The extra calories may not have come from more food, but rather from the emergence of pre-historic "Iron Chefs;" the first hearths also arose about 200,000 years ago.

In most animals, the gut needs a lot of energy to grind out nourishment from food sources. But cooking, by breaking down fibers and making nutrients more readily available, is a way of processing food outside the body.

Eating (mostly) cooked meals would have lessened the energy needs of our digestion systems, Khaitovich explained, thereby freeing up calories for our brains.
Instead of growing even larger (which would have made birth even more problematic), the human brain most likely used the additional calories to grease the wheels of its internal functioning.

Digestion question

Today, humans have relatively small digestive systems and burn 20-25 percent of their calories running their brains. For comparison, other vertebrate brains use as little as 2 percent of the animal's caloric intake.

Does this mean renewing our subscriptions to Bon Appetit will make our brains more efficient? No, but we probably should avoid diving into the raw food movement. Devoted followers end up, said Khaitovich, "with very severe health problems."

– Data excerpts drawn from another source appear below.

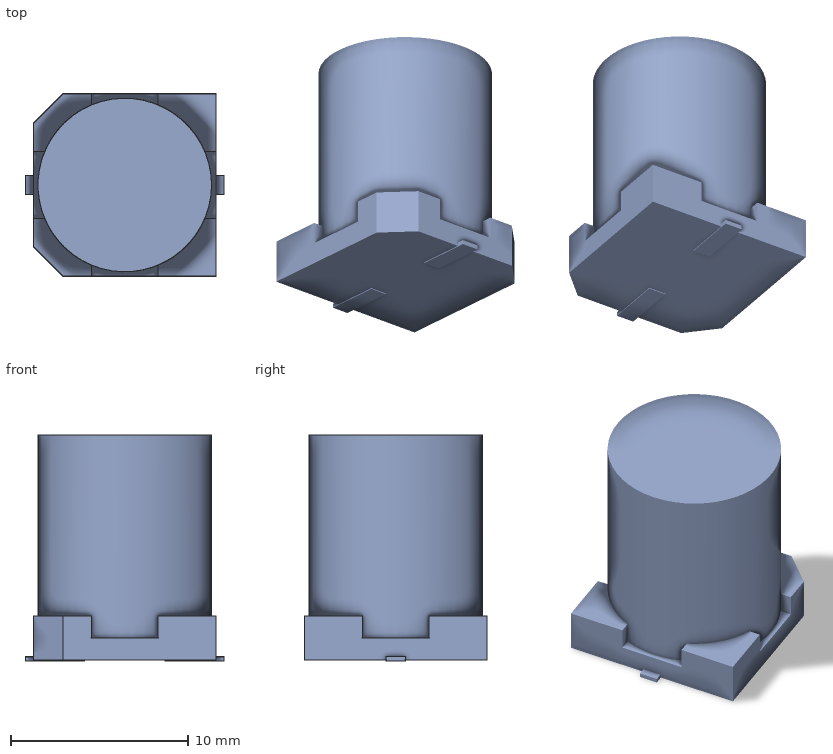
import cadquery as cq

total_height = 12.75
overall_length = 11.2

base_side = 10.31
base_standoff = 0.05
base_height = 2.5
corner_cut = 1.67
notch_width = 3.77
notch_depth = base_height / 2
base_top = base_standoff + base_height
seat_level = base_top - notch_depth

can_diameter = 9.79
can_height = total_height - seat_level

terminal_length = 3.32
terminal_width = 1.08
terminal_thickness = 0.25


def make_can():
    """Plain cylinder standing on the seat of the base."""
    return cq.Workplane("XY").workplane(offset=seat_level).circle(can_diameter / 2).extrude(can_height)


def make_terminal(side):
    """Flat strip on the mounting plane; side is -1 for the -X end and +1 for the +X end."""
    center_x = side * (overall_length - terminal_length) / 2
    return (
        cq.Workplane("XY")
        .center(center_x, 0)
        .rect(terminal_length, terminal_width)
        .extrude(terminal_thickness)
    )


def make_base(can, terminals):
    """Square base with two cut corners, a notch in each side, a can seat and terminal recesses."""
    base = (
        cq.Workplane("XY")
        .workplane(offset=base_standoff)
        .rect(base_side, base_side)
        .extrude(base_height)
        .edges("|Z and <X")
        .chamfer(corner_cut)
    )
    notch_plane = cq.Workplane("XY").workplane(offset=seat_level)
    base = base.cut(notch_plane.rect(base_side, notch_width).extrude(notch_depth))
    base = base.cut(notch_plane.rect(notch_width, base_side).extrude(notch_depth))
    base = base.cut(can)
    for terminal in terminals:
        base = base.cut(terminal)
    return base


can = make_can()
terminals = [make_terminal(side) for side in (-1, 1)]
base = make_base(can, terminals)

result = cq.Compound.makeCompound(
    [
        base.solids().val(),
        can.val(),
        *[terminal.val() for terminal in terminals],
    ]
)

Scientists wonder if our cognitive spurt happened too fast. Some of our most common mental health problems, ranging from depression and bipolar disorder to autism and schizophrenia, may be by-products of the metabolic changes that happened in an evolutionary "blink of an eye," Khaitovich said.

While other theories for the brain's cognitive spurt have not been ruled out (one involves the introduction of fish to the human diet), the finding sheds light on what made us, as Khaitovich put it, "so strange compared to other animals."